Recuerdos de haber sido la ola

No se puede olvidar que La Maga nadaba en el río, mientras Horacio (Oliveira) lo miraba de lejos.
Morelli traga saliva y aguanta el tipo, porque sabe que esto es París y la literatura está en juego.
Salta la Rayuela a pie de calle pero donde cae finalmente es al abismo.
El cronopio nos quiso dar a todos la fama, pero decidimos quedarnos debajo del mantel.
Comernos las migajas solo porque lo hacen los pájaros.

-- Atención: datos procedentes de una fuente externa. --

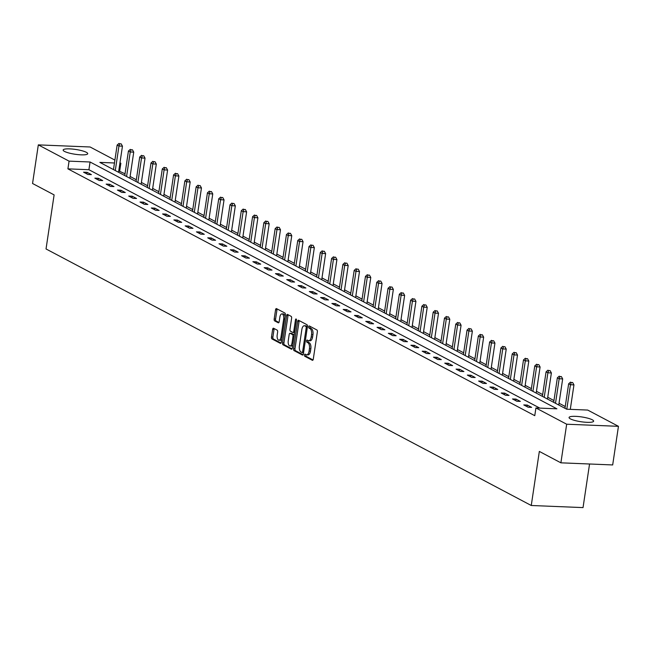 <?xml version="1.0" encoding="UTF-8"?>
<svg xmlns="http://www.w3.org/2000/svg" width="651" height="651" viewBox="0 0 651 651"><rect width="100%" height="100%" fill="white"/><g stroke="black" fill="none" stroke-linecap="round" stroke-linejoin="round"><path stroke-width="0.98" d="M304.465 354.966A1.09 0.521 -87.7 0 0 304.798 356.292L312.342 360.28A1.562 0.741 -87.7 0 0 312.513 360.329A1.562 0.741 -87.7 0 0 313.286 359.14L317.363 331.847A1.562 0.741 -87.7 0 0 316.874 329.959L309.331 325.972A1.09 0.521 -87.7 0 0 309.217 325.939A1.09 0.521 -87.7 0 0 308.672 326.769A1.09 0.521 -87.7 0 0 309.013 328.096L309.99 328.609A5.005 2.376 -87.7 0 1 311.536 334.663L311.202 336.933A5.005 2.376 -87.7 0 1 308.72 340.733A5.005 2.376 -87.7 0 1 308.2 340.587L307.223 340.074A1.09 0.521 -87.7 0 0 307.109 340.042A1.09 0.521 -87.7 0 0 306.572 340.872A1.09 0.521 -87.7 0 0 306.906 342.19L307.882 342.711A5.005 2.376 -87.7 0 1 309.428 348.765L309.095 351.035A5.005 2.376 -87.7 0 1 306.613 354.836A5.005 2.376 -87.7 0 1 306.092 354.689L305.116 354.168A1.09 0.521 -87.7 0 0 305.002 354.136A1.09 0.521 -87.7 0 0 304.465 354.966M305.97 354.624A1.09 0.521 -87.7 0 0 305.864 355.023A1.09 0.521 -87.7 0 0 306.198 356.349L313.017 359.954M310.185 326.42A1.09 0.521 -87.7 0 0 310.071 326.826A1.09 0.521 -87.7 0 0 310.413 328.153L311.39 328.665L309.99 328.609M308.078 340.522A1.09 0.521 -87.7 0 0 307.972 340.929A1.09 0.521 -87.7 0 0 308.305 342.247L309.282 342.768L307.882 342.711M86.347 152.31A12.418 2.417 -171.5 0 1 87.714 153.701A12.418 2.417 -171.5 0 1 78.161 154.637A12.418 2.417 -171.5 0 1 64.514 151.423A12.418 2.417 -171.5 0 1 63.147 150.031A12.418 2.417 -171.5 0 1 72.7 149.087A12.418 2.417 -171.5 0 1 86.347 152.31M592.264 419.781A12.418 2.417 -171.5 0 1 593.631 421.173A12.418 2.417 -171.5 0 1 584.077 422.117A12.418 2.417 -171.5 0 1 570.431 418.894A12.418 2.417 -171.5 0 1 569.064 417.503A12.418 2.417 -171.5 0 1 578.617 416.559A12.418 2.417 -171.5 0 1 592.264 419.781M273.566 328.25A1.562 0.741 -87.7 0 0 273.404 328.202A1.562 0.741 -87.7 0 0 272.631 329.39L271.483 337.047A1.562 0.741 -87.7 0 0 271.972 338.935L280.353 343.37A1.562 0.741 -87.7 0 0 280.516 343.411A1.562 0.741 -87.7 0 0 281.289 342.223L285.366 314.938A1.562 0.741 -87.7 0 0 284.886 313.041L276.504 308.615A1.562 0.741 -87.7 0 0 276.341 308.566A1.562 0.741 -87.7 0 0 275.568 309.754L274.185 318.998A1.562 0.741 -87.7 0 0 274.665 320.894L278.254 322.79A1.562 0.741 -87.7 0 0 278.416 322.839A1.562 0.741 -87.7 0 0 279.189 321.651L279.873 317.061A4.183 1.986 -87.7 0 1 281.948 313.888A4.183 1.986 -87.7 0 1 283.673 319.071L280.988 337.039A4.183 1.986 -87.7 0 1 278.921 340.213A4.183 1.986 -87.7 0 1 277.188 335.029L277.635 332.034A1.562 0.741 -87.7 0 0 277.155 330.147L273.566 328.25M114.462 162.986L99.863 162.392L566.704 409.21L587.698 410.065L618.45 426.324L612.681 464.944L560.893 462.828L539.337 451.428L531.257 505.493L46.034 248.959L54.114 194.893L32.55 183.492L38.319 144.88L90.107 146.988L114.901 160.097M560.893 462.828L566.671 424.216L535.919 407.957L556.906 408.812L90.066 161.993L69.071 161.139L38.319 144.88M539.834 408.112L88.91 169.716L67.916 168.861L534.764 415.68L535.919 407.957M67.916 168.861L69.071 161.139M293.577 348.724A1.562 0.741 -87.7 0 0 294.057 350.612L302.438 355.047A1.562 0.741 -87.7 0 0 302.601 355.088A1.562 0.741 -87.7 0 0 303.374 353.908L307.451 326.615A1.562 0.741 -87.7 0 0 306.971 324.719L298.589 320.292A1.562 0.741 -87.7 0 0 298.427 320.243A1.562 0.741 -87.7 0 0 297.653 321.431L293.577 348.724L294.976 348.781A1.562 0.741 -87.7 0 0 295.456 350.669L303.114 354.714M291.396 349.205L283.014 344.778A1.562 0.741 -87.7 0 1 282.526 342.882L286.611 315.589A1.562 0.741 -87.7 0 1 287.384 314.409A1.562 0.741 -87.7 0 1 287.547 314.449L291.135 316.345A1.562 0.741 -87.7 0 1 291.615 318.241L289.964 329.308A1.562 0.741 -87.7 0 0 290.444 331.196L292.828 332.458A1.562 0.741 -87.7 0 0 292.991 332.506A1.562 0.741 -87.7 0 0 293.764 331.318L295.481 319.796A1.09 0.521 -87.7 0 1 296.026 318.966A1.09 0.521 -87.7 0 1 296.474 320.316L292.332 348.065A1.562 0.741 -87.7 0 1 291.558 349.253A1.562 0.741 -87.7 0 1 291.396 349.205L291.721 349.221M531.257 505.493L583.036 507.601L589.554 464M531.623 407.363L527.277 405.068L523.778 404.922L528.124 407.217L531.623 407.363M520.336 401.39L515.991 399.096L512.492 398.957L516.837 401.252L520.336 401.39M509.041 395.426L504.704 393.131L501.205 392.984L505.542 395.279L509.041 395.426M497.755 389.461L493.417 387.166L489.918 387.019L494.255 389.314L497.755 389.461M486.468 383.488L482.131 381.193L478.631 381.055L482.969 383.349L486.468 383.488M475.181 377.523L470.844 375.228L467.345 375.082L471.682 377.377L475.181 377.523M463.894 371.55L459.557 369.255L456.058 369.117L460.395 371.412L463.894 371.55M452.608 365.585L448.262 363.291L444.763 363.152L449.109 365.447L452.608 365.585M441.321 359.621L436.976 357.326L433.476 357.179L437.822 359.474L441.321 359.621M430.034 353.648L425.689 351.353L422.19 351.214L426.535 353.509L430.034 353.648M418.748 347.683L414.402 345.388L410.903 345.242L415.248 347.544L418.748 347.683M407.453 341.718L403.115 339.423L399.616 339.277L403.962 341.572L407.453 341.718M396.166 335.745L391.829 333.45L388.33 333.312L392.667 335.607L396.166 335.745M384.879 329.78L380.542 327.486L377.043 327.339L381.38 329.634L384.879 329.78M373.593 323.816L369.255 321.521L365.756 321.374L370.094 323.669L373.593 323.816M362.306 317.843L357.969 315.548L354.469 315.409L358.807 317.704L362.306 317.843M351.019 311.878L346.674 309.583L343.175 309.437L347.52 311.731L351.019 311.878M339.732 305.913L335.387 303.61L331.888 303.472L336.233 305.767L339.732 305.913M328.446 299.94L324.1 297.645L320.601 297.507L324.947 299.802L328.446 299.94M317.159 293.975L312.814 291.681L309.315 291.534L313.66 293.829L317.159 293.975M305.872 288.002L301.527 285.708L298.028 285.569L302.373 287.864L305.872 288.002M294.577 282.038L290.24 279.743L286.741 279.605L291.078 281.899L294.577 282.038M283.291 276.073L278.954 273.778L275.454 273.632L279.792 275.926L283.291 276.073M272.004 270.1L267.667 267.805L264.168 267.667L268.505 269.962L272.004 270.1M260.717 264.135L256.38 261.84L252.881 261.694L257.218 263.989L260.717 264.135M249.431 258.17L245.085 255.876L241.594 255.729L245.932 258.024L249.431 258.17M238.144 252.197L233.799 249.903L230.299 249.764L234.645 252.059L238.144 252.197M226.857 246.233L222.512 243.938L219.013 243.791L223.358 246.086L226.857 246.233M215.571 240.268L211.225 237.965L207.726 237.827L212.071 240.121L215.571 240.268M204.284 234.295L199.938 232L196.439 231.862L200.785 234.157L204.284 234.295M192.989 228.33L188.652 226.035L185.153 225.889L189.49 228.184L192.989 228.33M181.702 222.357L177.365 220.062L173.866 219.924L178.203 222.219L181.702 222.357M170.416 216.392L166.078 214.098L162.579 213.959L166.916 216.254L170.416 216.392M159.129 210.428L154.792 208.133L151.292 207.986L155.63 210.281L159.129 210.428M147.842 204.455L143.505 202.16L140.006 202.022L144.343 204.316L147.842 204.455M136.555 198.49L132.21 196.195L128.711 196.049L133.056 198.352L136.555 198.49M125.269 192.525L120.923 190.23L117.424 190.084L121.77 192.379L125.269 192.525M113.982 186.552L109.637 184.257L106.137 184.119L110.483 186.414L113.982 186.552M102.695 180.587L98.35 178.293L94.851 178.146L99.196 180.441L102.695 180.587M91.4 174.623L87.063 172.328L83.564 172.181L87.909 174.476L91.4 174.623M565.247 406.525L559.03 403.246M553.96 400.56L547.743 397.273M542.674 394.596L536.457 391.308M531.387 388.623L525.17 385.343M520.1 382.658L513.883 379.37M508.805 376.693L502.596 373.405M497.519 370.72L491.302 367.433M486.232 364.755L480.015 361.468M474.945 358.791L468.728 355.503M463.658 352.818L457.441 349.53M452.372 346.853L446.155 343.565M441.085 340.888L434.868 337.6M429.798 334.915L423.581 331.628M418.512 328.95L412.295 325.663M407.217 322.977L401.008 319.698M395.93 317.013L389.713 313.725M384.643 311.048L378.426 307.76M373.357 305.075L367.14 301.787M362.07 299.11L355.853 295.823M350.783 293.145L344.566 289.858M339.496 287.172L333.279 283.885M328.21 281.208L321.993 277.92M316.923 275.243L310.706 271.955M305.636 269.27L299.419 265.982M294.342 263.305L288.124 260.018M283.055 257.332L276.838 254.053M271.768 251.367L265.551 248.08M260.481 245.403L254.264 242.115M249.195 239.43L242.978 236.15M237.908 233.465L231.691 230.177M226.621 227.5L220.404 224.213M215.335 221.527L209.117 218.24M204.048 215.562L197.831 212.275M192.753 209.598L186.544 206.31M181.466 203.625L175.249 200.337M170.18 197.66L163.962 194.372M158.893 191.695L152.676 188.408M147.606 185.722L141.389 182.435M136.319 179.757L130.102 176.47M125.033 173.784L118.751 170.928M618.45 426.324L566.671 424.216M119.971 162.774L120.858 163.246L119.906 163.206M119.703 170.969L120.858 163.246M88.91 169.716L90.066 161.993M527.277 405.068L527.041 406.647M515.991 399.096L515.755 400.682M504.704 393.131L504.468 394.709M493.417 387.166L493.181 388.745M482.131 381.193L481.895 382.78M470.844 375.228L470.608 376.807M459.557 369.255L459.313 370.842M448.262 363.291L448.026 364.877M436.976 357.326L436.74 358.904M425.689 351.353L425.453 352.94M414.402 345.388L414.166 346.967M403.115 339.423L402.879 341.002M391.829 333.45L391.593 335.037M380.542 327.486L380.306 329.064M369.255 321.521L369.019 323.099M357.969 315.548L357.733 317.135M346.674 309.583L346.438 311.162M335.387 303.61L335.151 305.197M324.1 297.645L323.864 299.232M312.814 291.681L312.578 293.259M301.527 285.708L301.291 287.294M290.24 279.743L290.004 281.322M278.954 273.778L278.718 275.357M267.667 267.805L267.431 269.392M256.38 261.84L256.144 263.419M245.085 255.876L244.849 257.454M233.799 249.903L233.563 251.489M222.512 243.938L222.276 245.517M211.225 237.965L210.989 239.552M199.938 232L199.702 233.587M188.652 226.035L188.416 227.614M177.365 220.062L177.129 221.649M166.078 214.098L165.842 215.684M154.792 208.133L154.556 209.712M143.505 202.16L143.261 203.747M132.21 196.195L131.974 197.774M120.923 190.23L120.687 191.809M109.637 184.257L109.401 185.844M98.35 178.293L98.114 179.871M87.063 172.328L86.827 173.907M307.492 354.746A5.005 2.376 -87.7 0 0 308.013 354.893A5.005 2.376 -87.7 0 0 310.494 351.092L309.095 351.035M309.282 342.768A5.005 2.376 -87.7 0 1 310.828 348.822L310.494 351.092M309.599 340.644A5.005 2.376 -87.7 0 0 310.12 340.79A5.005 2.376 -87.7 0 0 312.594 336.99L311.202 336.933M311.39 328.665A5.005 2.376 -87.7 0 1 312.936 334.72L312.594 336.99M299.314 320.674A1.562 0.741 -87.7 0 0 299.053 321.488L294.976 348.781M301.974 352.508A1.09 0.521 -87.7 0 0 302.088 352.541A1.09 0.521 -87.7 0 0 302.634 351.711L306.206 327.754A1.09 0.521 -87.7 0 0 305.872 326.428L304.839 325.882A5.005 2.376 -87.7 0 0 304.318 325.744A5.005 2.376 -87.7 0 0 301.844 329.536L299.395 345.909A5.005 2.376 -87.7 0 0 300.941 351.963L301.974 352.508M302.202 352.516L303.374 352.565A1.09 0.521 -87.7 0 0 303.488 352.598A1.09 0.521 -87.7 0 0 303.569 352.59M307.443 326.664A1.09 0.521 -87.7 0 0 307.272 326.485L305.872 326.428M304.318 325.744L305.718 325.801A5.005 2.376 -87.7 0 1 306.239 325.939L307.272 326.485M292.063 348.879L284.414 344.835L283.014 344.778M288.271 314.84A1.562 0.741 -87.7 0 0 288.011 315.645L283.926 342.939A1.562 0.741 -87.7 0 0 284.414 344.835M293.153 332.474L294.228 332.515A1.562 0.741 -87.7 0 0 294.39 332.563A1.562 0.741 -87.7 0 0 294.659 332.466M288.247 340.79A4.183 1.986 -87.7 0 0 289.972 345.974A4.183 1.986 -87.7 0 0 292.047 342.8L292.991 336.469A1.562 0.741 -87.7 0 0 292.511 334.581L290.126 333.32A1.562 0.741 -87.7 0 0 289.964 333.279A1.562 0.741 -87.7 0 0 289.19 334.459L288.247 340.79M289.972 345.974L291.371 346.031A4.183 1.986 -87.7 0 0 292.804 344.916M294.268 335.11A1.562 0.741 -87.7 0 0 293.91 334.638L292.511 334.581M291.2 333.369A1.562 0.741 -87.7 0 1 291.363 333.336A1.562 0.741 -87.7 0 1 291.526 333.377L293.91 334.638M278.921 340.213L280.321 340.27A4.183 1.986 -87.7 0 0 281.745 339.155M285.097 316.744A4.183 1.986 -87.7 0 0 283.348 313.945L281.948 313.888M277.228 308.997A1.562 0.741 -87.7 0 0 276.968 309.811L275.585 319.055A1.562 0.741 -87.7 0 0 276.065 320.951L278.921 322.465M274.291 328.633A1.562 0.741 -87.7 0 0 274.03 329.447L272.883 337.104A1.562 0.741 -87.7 0 0 273.371 338.992L281.02 343.036M570.292 409.357L573.954 384.879L570.455 384.741L568.648 383.781L564.978 408.299M566.801 409.21L570.455 384.741L571.261 382.487L572.66 382.544L571.261 382.487M568.648 383.781L570.536 382.104M572.66 382.544L573.954 384.879M558.77 405.012L562.667 378.915L559.168 378.776L557.362 377.816L553.692 402.334M555.506 403.286L559.168 378.776L559.974 376.522L561.374 376.579L559.974 376.522M557.362 377.816L559.25 376.14M561.374 376.579L562.667 378.915M547.475 399.047L551.381 372.95L547.882 372.803L546.067 371.851L542.405 396.361M544.22 397.322L547.882 372.803L548.687 370.549L550.087 370.606L548.687 370.549M546.067 371.851L547.963 370.167M550.087 370.606L551.381 372.95M536.188 393.074L540.094 366.977L536.595 366.839L534.78 365.878L531.118 390.397M532.925 391.349L536.595 366.839L537.4 364.584L538.8 364.641L537.4 364.584M534.78 365.878L536.676 364.202M538.8 364.641L540.094 366.977M524.901 387.109L528.807 361.012L525.308 360.866L523.494 359.913L519.832 384.432M521.638 385.384L525.308 360.866L526.114 358.62L527.513 358.677L526.114 358.62M523.494 359.913L525.39 358.237M527.513 358.677L528.807 361.012M513.615 381.144L517.512 355.047L514.013 354.901L512.207 353.949L508.545 378.459M510.351 379.419L514.013 354.901L514.827 352.647L516.227 352.704L514.827 352.647M512.207 353.949L514.103 352.264M516.227 352.704L517.512 355.047M502.328 375.171L506.226 349.074L502.727 348.936L500.92 347.976L497.258 372.494M499.065 373.446L502.727 348.936L503.54 346.682L504.94 346.739L503.54 346.682M500.92 347.976L502.816 346.299M504.94 346.739L506.226 349.074M491.041 369.207L494.939 343.11L491.44 342.963L489.633 342.011L485.972 366.529M487.778 367.481L491.44 342.963L492.246 340.717L493.645 340.774L492.246 340.717M489.633 342.011L491.529 340.335M493.645 340.774L494.939 343.11M479.754 363.242L483.652 337.145L480.153 336.998L478.347 336.046L474.685 360.556M476.491 361.517L480.153 336.998L480.959 334.744L482.358 334.801L480.959 334.744M478.347 336.046L480.235 334.362M482.358 334.801L483.652 337.145M468.468 357.269L472.366 331.172L468.866 331.034L467.06 330.073L463.39 354.592M465.205 355.544L468.866 331.034L469.672 328.779L471.072 328.836L469.672 328.779M467.06 330.073L468.948 328.397M471.072 328.836L472.366 331.172M457.181 351.304L461.079 325.207L457.58 325.061L455.773 324.108L452.103 348.619M453.918 349.579L457.58 325.061L458.385 322.815L459.785 322.872L458.385 322.815M455.773 324.108L457.661 322.432M459.785 322.872L461.079 325.207M445.886 345.339L449.792 319.234L446.293 319.096L444.487 318.136L440.817 342.654M442.631 343.614L446.293 319.096L447.099 316.842L448.498 316.899L447.099 316.842M444.487 318.136L446.374 316.459M448.498 316.899L449.792 319.234M434.599 339.366L438.505 313.269L435.006 313.131L433.192 312.171L429.53 336.689M431.336 337.641L435.006 313.131L435.812 310.877L437.212 310.934L435.812 310.877M433.192 312.171L435.088 310.494M437.212 310.934L438.505 313.269M423.313 333.402L427.219 307.305L423.72 307.158L421.905 306.206L418.243 330.716M420.05 331.676L423.72 307.158L424.525 304.904L425.925 304.961L424.525 304.904M421.905 306.206L423.801 304.522M425.925 304.961L427.219 307.305M412.026 327.429L415.924 301.332L412.425 301.193L410.618 300.233L406.956 324.751M408.763 325.712L412.425 301.193L413.239 298.939L414.638 298.996L413.239 298.939M410.618 300.233L412.514 298.557M414.638 298.996L415.924 301.332M400.739 321.464L404.637 295.367L401.138 295.228L399.332 294.268L395.67 318.787M397.476 319.739L401.138 295.228L401.952 292.974L403.351 293.031L401.952 292.974M399.332 294.268L401.228 292.592M403.351 293.031L404.637 295.367M389.453 315.499L393.35 289.402L389.851 289.256L388.045 288.303L384.383 312.814M386.189 313.774L389.851 289.256L390.657 287.001L392.057 287.058L390.657 287.001M388.045 288.303L389.941 286.619M392.057 287.058L393.35 289.402M378.166 309.526L382.064 283.429L378.565 283.291L376.758 282.331L373.096 306.849M374.903 307.801L378.565 283.291L379.37 281.037L380.77 281.094L379.37 281.037M376.758 282.331L378.646 280.654M380.77 281.094L382.064 283.429M366.879 303.561L370.777 277.464L367.278 277.318L365.471 276.366L361.81 300.884M363.616 301.836L367.278 277.318L368.084 275.072L369.483 275.129L368.084 275.072M365.471 276.366L367.359 274.689M369.483 275.129L370.777 277.464M355.592 297.597L359.49 271.5L355.991 271.353L354.185 270.401L350.515 294.911M352.329 295.871L355.991 271.353L356.797 269.099L358.196 269.156L356.797 269.099M354.185 270.401L356.073 268.717M358.196 269.156L359.49 271.5M344.306 291.624L348.204 265.527L344.704 265.388L342.898 264.428L339.228 288.946M341.043 289.898L344.704 265.388L345.51 263.134L346.91 263.191L345.51 263.134M342.898 264.428L344.786 262.752M346.91 263.191L348.204 265.527M333.011 285.659L336.917 259.562L333.418 259.415L331.603 258.463L327.941 282.973M329.748 283.934L333.418 259.415L334.223 257.169L335.623 257.226L334.223 257.169M331.603 258.463L333.499 256.787M335.623 257.226L336.917 259.562M321.724 279.694L325.63 253.597L322.131 253.451L320.316 252.49L316.655 277.009M318.461 277.969L322.131 253.451L322.937 251.196L324.336 251.253L322.937 251.196M320.316 252.49L322.212 250.814M324.336 251.253L325.63 253.597M310.437 273.721L314.335 247.624L310.844 247.486L309.03 246.526L305.368 271.044M307.174 271.996L310.844 247.486L311.65 245.232L313.05 245.289L311.65 245.232M309.03 246.526L310.926 244.849M313.05 245.289L314.335 247.624M299.151 267.756L303.049 241.659L299.55 241.513L297.743 240.561L294.081 265.071M295.888 266.031L299.55 241.513L300.363 239.267L301.763 239.324L300.363 239.267M297.743 240.561L299.639 238.884M301.763 239.324L303.049 241.659M287.864 261.792L291.762 235.686L288.263 235.548L286.456 234.588L282.794 259.106M284.601 260.066L288.263 235.548L289.068 233.294L290.468 233.351L289.068 233.294M286.456 234.588L288.352 232.912M290.468 233.351L291.762 235.686M276.577 255.819L280.475 229.722L276.976 229.583L275.17 228.623L271.508 253.141M273.314 254.093L276.976 229.583L277.782 227.329L279.181 227.386L277.782 227.329M275.17 228.623L277.057 226.947M279.181 227.386L280.475 229.722M265.291 249.854L269.188 223.757L265.689 223.61L263.883 222.658L260.221 247.168M262.027 248.129L265.689 223.61L266.495 221.356L267.895 221.413L266.495 221.356M263.883 222.658L265.771 220.974M267.895 221.413L269.188 223.757M254.004 243.881L257.902 217.784L254.403 217.646L252.596 216.685L248.926 241.204M250.741 242.156L254.403 217.646L255.208 215.391L256.608 215.448L255.208 215.391M252.596 216.685L254.484 215.009M256.608 215.448L257.902 217.784M242.717 237.916L246.615 211.819L243.116 211.673L241.309 210.721L237.639 235.239M239.454 236.191L243.116 211.673L243.922 209.427L245.321 209.484L243.922 209.427M241.309 210.721L243.197 209.044M245.321 209.484L246.615 211.819M231.422 231.951L235.328 205.854L231.829 205.708L230.015 204.756L226.353 229.266M228.167 230.226L231.829 205.708L232.635 203.454L234.035 203.511L232.635 203.454M230.015 204.756L231.911 203.071M234.035 203.511L235.328 205.854M220.136 225.978L224.042 199.881L220.543 199.743L218.728 198.783L215.066 223.301M216.873 224.253L220.543 199.743L221.348 197.489L222.748 197.546L221.348 197.489M218.728 198.783L220.624 197.107M222.748 197.546L224.042 199.881M208.849 220.014L212.755 193.917L209.256 193.77L207.441 192.818L203.779 217.336M205.586 218.288L209.256 193.77L210.061 191.524L211.461 191.581L210.061 191.524M207.441 192.818L209.337 191.142M211.461 191.581L212.755 193.917M197.562 214.049L201.46 187.952L197.961 187.805L196.154 186.853L192.493 211.363M194.299 212.324L197.961 187.805L198.775 185.551L200.174 185.608L198.775 185.551M196.154 186.853L198.05 185.169M200.174 185.608L201.46 187.952M186.276 208.076L190.173 181.979L186.674 181.841L184.868 180.88L181.206 205.399M183.012 206.351L186.674 181.841L187.488 179.586L188.888 179.643L187.488 179.586M184.868 180.88L186.764 179.204M188.888 179.643L190.173 181.979M174.989 202.111L178.887 176.014L175.388 175.868L173.581 174.916L169.919 199.426M171.726 200.386L175.388 175.868L176.193 173.622L177.593 173.679L176.193 173.622M173.581 174.916L175.477 173.239M177.593 173.679L178.887 176.014M163.702 196.146L167.6 170.041L164.101 169.903L162.294 168.943L158.632 193.461M160.439 194.421L164.101 169.903L164.906 167.649L166.306 167.706L164.906 167.649M162.294 168.943L164.182 167.266M166.306 167.706L167.6 170.041M152.415 190.173L156.313 164.076L152.814 163.938L151.008 162.978L147.338 187.496M149.152 188.448L152.814 163.938L153.62 161.684L155.019 161.741L153.62 161.684M151.008 162.978L152.895 161.302M155.019 161.741L156.313 164.076M141.129 184.209L145.027 158.112L141.527 157.965L139.721 157.013L136.051 181.523M137.866 182.483L141.527 157.965L142.333 155.711L143.733 155.768L142.333 155.711M139.721 157.013L141.609 155.329M143.733 155.768L145.027 158.112M129.834 178.236L133.74 152.139L130.241 152L128.434 151.04L124.764 175.558M126.579 176.519L130.241 152L131.046 149.746L132.446 149.803L131.046 149.746M128.434 151.04L130.322 149.364M132.446 149.803L133.74 152.139M118.547 172.271L122.453 146.174L118.954 146.036L117.139 145.075L113.477 169.594M115.284 170.546L118.954 146.036L119.76 143.781L121.159 143.838L119.76 143.781M117.139 145.075L119.035 143.399M121.159 143.838L122.453 146.174M306.198 356.349L304.798 356.292M310.413 328.153L309.013 328.096M308.305 342.247L306.906 342.19M310.828 348.822L309.428 348.765M312.936 334.72L311.536 334.663M299.053 321.488L297.653 321.431M295.456 350.669L294.057 350.612M303.7 351.752L302.634 351.711M307.28 327.795L306.206 327.754M306.239 325.939L304.839 325.882M283.926 342.939L282.526 342.882M288.011 315.645L286.611 315.589M294.83 331.359L293.764 331.318M296.498 319.836L295.481 319.796M293.113 342.841L292.047 342.8M294.057 336.518L292.991 336.469M291.526 333.377L290.126 333.32M282.054 337.08L280.988 337.039M284.739 319.112L283.673 319.071M276.065 320.951L274.665 320.894M275.585 319.055L274.185 318.998M276.968 309.811L275.568 309.754M273.371 338.992L271.972 338.935M272.883 337.104L271.483 337.047M274.03 329.447L272.631 329.39M308.013 354.893L306.613 354.836M310.12 340.79L308.72 340.733M303.488 352.598L302.088 352.541M294.39 332.563L292.991 332.506M291.363 333.336L289.964 333.279"/></g></svg>

Como Erik Satie, Antonin Artaud, Poe, Breton, Baudelaire y otro hijos de su madre.
Amándonos sin necesidad de comer.
Amándonos como mendigos por las esquinas.
Delante y detrás de las estanterías, fumándonos el papel, emborrachándonos por fin de metáforas.
Escupiendo el verbo y bebiéndonos de golpe el adjetivo.
Amándonos, digo, amándonos.
Un teléfono suena, nadie lo coge, pero él insiste y suena.
Cortázar tenía razón: nos merecemos la guía de teléfonos.
Ser el enjambre, habitar la colmena, tanta estrechez y hechura de celda.
Porque no hemos sabido cabalgar con el viento.
Ora pro nobis, Whitman, reza por nosotros.
Que tampoco hemos comprendido el universo ni la totalidad.